--- RECORDS FOR PROCESSING Enclosed Below ---
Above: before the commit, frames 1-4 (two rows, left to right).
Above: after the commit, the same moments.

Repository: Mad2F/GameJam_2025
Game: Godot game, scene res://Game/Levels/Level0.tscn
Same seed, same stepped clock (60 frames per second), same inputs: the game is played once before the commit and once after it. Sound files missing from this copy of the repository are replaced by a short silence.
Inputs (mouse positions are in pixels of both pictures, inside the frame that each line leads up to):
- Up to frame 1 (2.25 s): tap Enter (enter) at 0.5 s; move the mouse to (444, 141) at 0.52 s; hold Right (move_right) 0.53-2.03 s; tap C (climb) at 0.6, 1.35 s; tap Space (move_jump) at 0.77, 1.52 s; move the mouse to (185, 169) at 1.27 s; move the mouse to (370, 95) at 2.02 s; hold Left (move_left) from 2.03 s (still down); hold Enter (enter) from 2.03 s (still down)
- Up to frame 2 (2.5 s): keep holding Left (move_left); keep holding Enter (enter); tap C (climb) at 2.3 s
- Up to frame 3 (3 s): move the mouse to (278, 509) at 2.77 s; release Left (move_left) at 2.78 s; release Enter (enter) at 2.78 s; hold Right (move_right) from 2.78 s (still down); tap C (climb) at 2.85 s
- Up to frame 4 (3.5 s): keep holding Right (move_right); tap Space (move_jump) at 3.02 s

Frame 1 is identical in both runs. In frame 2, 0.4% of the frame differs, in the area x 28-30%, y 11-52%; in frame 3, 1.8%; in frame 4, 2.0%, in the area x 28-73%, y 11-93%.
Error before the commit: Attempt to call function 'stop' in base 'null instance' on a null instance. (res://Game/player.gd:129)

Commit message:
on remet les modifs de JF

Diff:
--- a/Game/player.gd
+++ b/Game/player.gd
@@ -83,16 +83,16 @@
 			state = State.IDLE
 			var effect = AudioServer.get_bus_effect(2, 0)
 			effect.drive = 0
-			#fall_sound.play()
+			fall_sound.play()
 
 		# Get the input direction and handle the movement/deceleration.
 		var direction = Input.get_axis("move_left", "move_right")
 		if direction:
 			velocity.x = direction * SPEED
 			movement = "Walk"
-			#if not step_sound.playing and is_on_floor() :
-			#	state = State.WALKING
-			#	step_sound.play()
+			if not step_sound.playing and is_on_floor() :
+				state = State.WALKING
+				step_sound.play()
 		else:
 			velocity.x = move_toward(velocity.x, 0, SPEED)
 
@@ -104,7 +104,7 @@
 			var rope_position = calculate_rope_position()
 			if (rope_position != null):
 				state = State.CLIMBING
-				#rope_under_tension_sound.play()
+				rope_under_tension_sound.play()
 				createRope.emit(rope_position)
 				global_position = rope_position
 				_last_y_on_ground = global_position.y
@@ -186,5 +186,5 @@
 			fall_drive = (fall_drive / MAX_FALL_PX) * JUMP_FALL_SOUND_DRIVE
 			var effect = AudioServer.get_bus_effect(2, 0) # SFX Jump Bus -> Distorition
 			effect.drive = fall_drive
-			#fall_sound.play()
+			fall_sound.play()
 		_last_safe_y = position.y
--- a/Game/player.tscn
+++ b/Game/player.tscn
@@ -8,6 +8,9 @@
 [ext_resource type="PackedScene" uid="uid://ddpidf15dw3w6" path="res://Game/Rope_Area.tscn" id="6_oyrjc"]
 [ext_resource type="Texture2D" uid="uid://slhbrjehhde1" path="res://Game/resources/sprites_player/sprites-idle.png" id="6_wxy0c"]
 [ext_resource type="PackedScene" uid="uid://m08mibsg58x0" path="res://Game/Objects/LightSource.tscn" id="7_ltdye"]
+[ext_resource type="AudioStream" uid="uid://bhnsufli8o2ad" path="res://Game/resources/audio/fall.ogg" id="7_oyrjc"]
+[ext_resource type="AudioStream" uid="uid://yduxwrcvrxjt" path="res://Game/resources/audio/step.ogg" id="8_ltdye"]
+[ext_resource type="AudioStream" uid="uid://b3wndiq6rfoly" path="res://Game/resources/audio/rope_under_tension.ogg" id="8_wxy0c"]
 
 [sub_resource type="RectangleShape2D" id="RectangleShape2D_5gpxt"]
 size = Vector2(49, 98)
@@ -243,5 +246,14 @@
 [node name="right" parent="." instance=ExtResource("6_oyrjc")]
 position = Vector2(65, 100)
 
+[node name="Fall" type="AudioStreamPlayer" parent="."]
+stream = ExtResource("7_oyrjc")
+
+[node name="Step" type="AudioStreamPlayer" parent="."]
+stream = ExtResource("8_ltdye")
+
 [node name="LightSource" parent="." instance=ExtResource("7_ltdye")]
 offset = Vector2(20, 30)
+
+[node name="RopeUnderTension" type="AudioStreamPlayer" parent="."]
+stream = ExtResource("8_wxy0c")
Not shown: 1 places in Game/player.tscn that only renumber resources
--- End of Enclosed RECORDS FOR PROCESSING ---
--- RECORDS FOR PROCESSING Enclosed Below ---
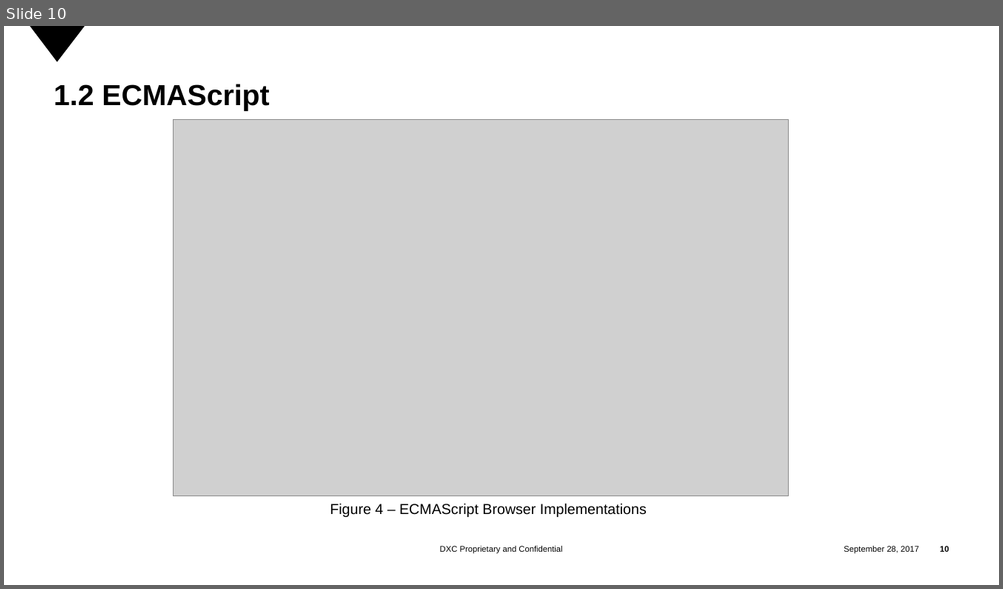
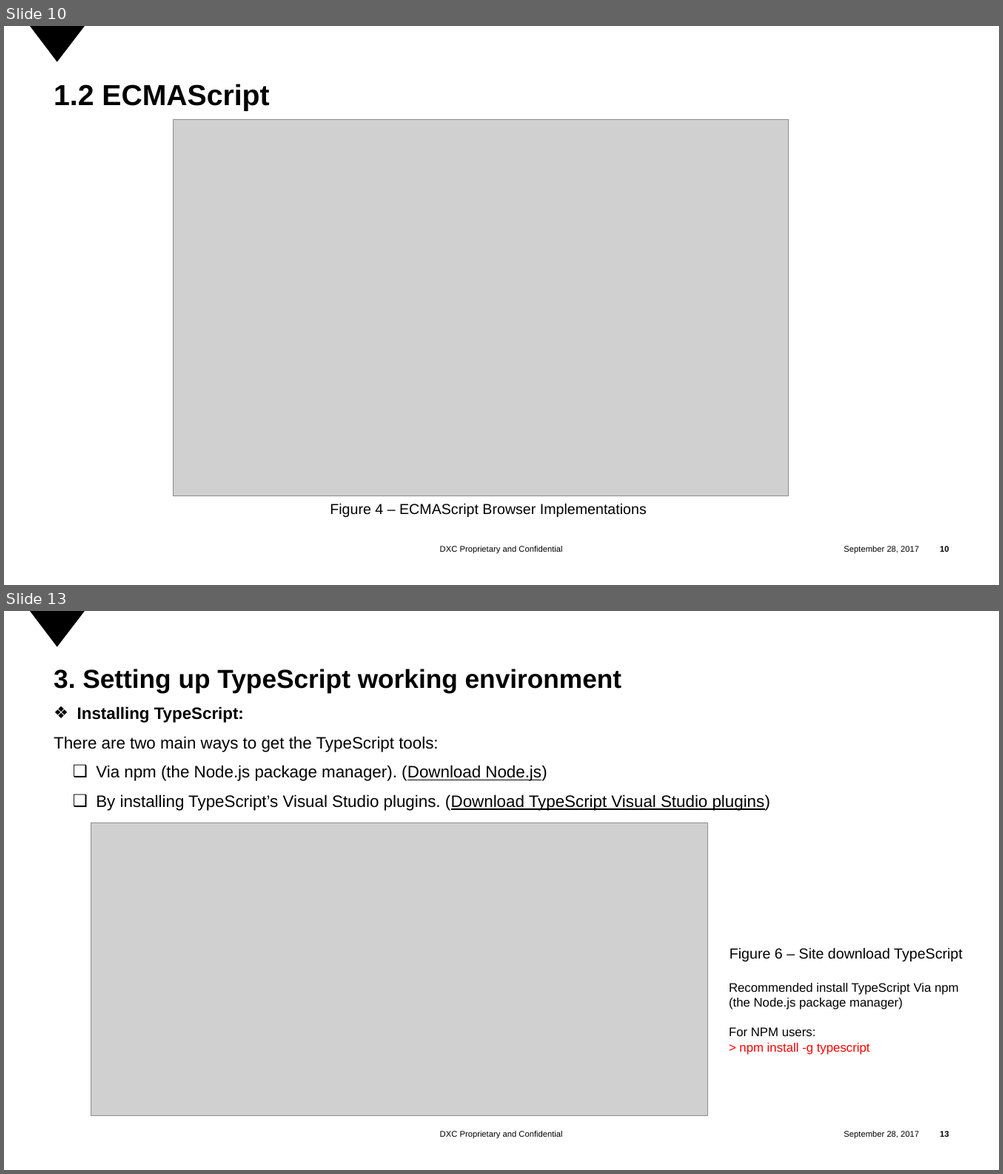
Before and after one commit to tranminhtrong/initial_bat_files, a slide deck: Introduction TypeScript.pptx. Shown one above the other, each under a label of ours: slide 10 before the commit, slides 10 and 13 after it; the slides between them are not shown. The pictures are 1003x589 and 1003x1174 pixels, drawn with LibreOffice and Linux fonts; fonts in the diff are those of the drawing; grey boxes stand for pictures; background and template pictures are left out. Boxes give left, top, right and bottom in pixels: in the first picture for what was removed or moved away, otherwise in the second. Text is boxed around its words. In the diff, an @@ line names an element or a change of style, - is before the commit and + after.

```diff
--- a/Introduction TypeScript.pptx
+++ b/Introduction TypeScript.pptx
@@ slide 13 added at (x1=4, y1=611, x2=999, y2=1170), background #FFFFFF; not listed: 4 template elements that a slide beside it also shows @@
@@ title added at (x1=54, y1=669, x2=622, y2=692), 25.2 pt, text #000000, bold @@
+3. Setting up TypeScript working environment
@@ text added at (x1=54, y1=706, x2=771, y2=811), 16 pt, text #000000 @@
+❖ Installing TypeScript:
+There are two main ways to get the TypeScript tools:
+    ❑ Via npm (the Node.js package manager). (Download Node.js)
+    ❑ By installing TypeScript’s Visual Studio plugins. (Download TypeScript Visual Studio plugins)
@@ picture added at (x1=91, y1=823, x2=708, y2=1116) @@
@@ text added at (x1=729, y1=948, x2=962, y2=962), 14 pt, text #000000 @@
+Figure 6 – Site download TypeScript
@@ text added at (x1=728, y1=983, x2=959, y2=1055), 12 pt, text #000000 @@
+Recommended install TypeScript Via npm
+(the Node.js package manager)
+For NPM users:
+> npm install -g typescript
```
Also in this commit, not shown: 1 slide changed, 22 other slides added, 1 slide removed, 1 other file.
--- End of Enclosed RECORDS FOR PROCESSING ---
--- RECORDS FOR PROCESSING Enclosed Below ---
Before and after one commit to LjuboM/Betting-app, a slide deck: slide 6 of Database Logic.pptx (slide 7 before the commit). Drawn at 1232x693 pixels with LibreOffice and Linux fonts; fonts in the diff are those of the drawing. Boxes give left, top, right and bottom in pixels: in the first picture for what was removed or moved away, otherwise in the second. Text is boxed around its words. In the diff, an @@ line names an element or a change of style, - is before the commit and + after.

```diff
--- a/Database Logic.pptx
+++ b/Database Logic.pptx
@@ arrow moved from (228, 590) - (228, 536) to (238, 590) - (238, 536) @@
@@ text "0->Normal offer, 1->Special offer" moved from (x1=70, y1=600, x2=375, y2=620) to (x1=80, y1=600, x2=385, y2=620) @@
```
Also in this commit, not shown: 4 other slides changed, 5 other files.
--- End of Enclosed RECORDS FOR PROCESSING ---
INSTRUCTIONS FOR THE TASK: Copy from the entries only those lines that hold the word "playing".

REPLY:
-			#if not step_sound.playing and is_on_floor() :
+			if not step_sound.playing and is_on_floor() :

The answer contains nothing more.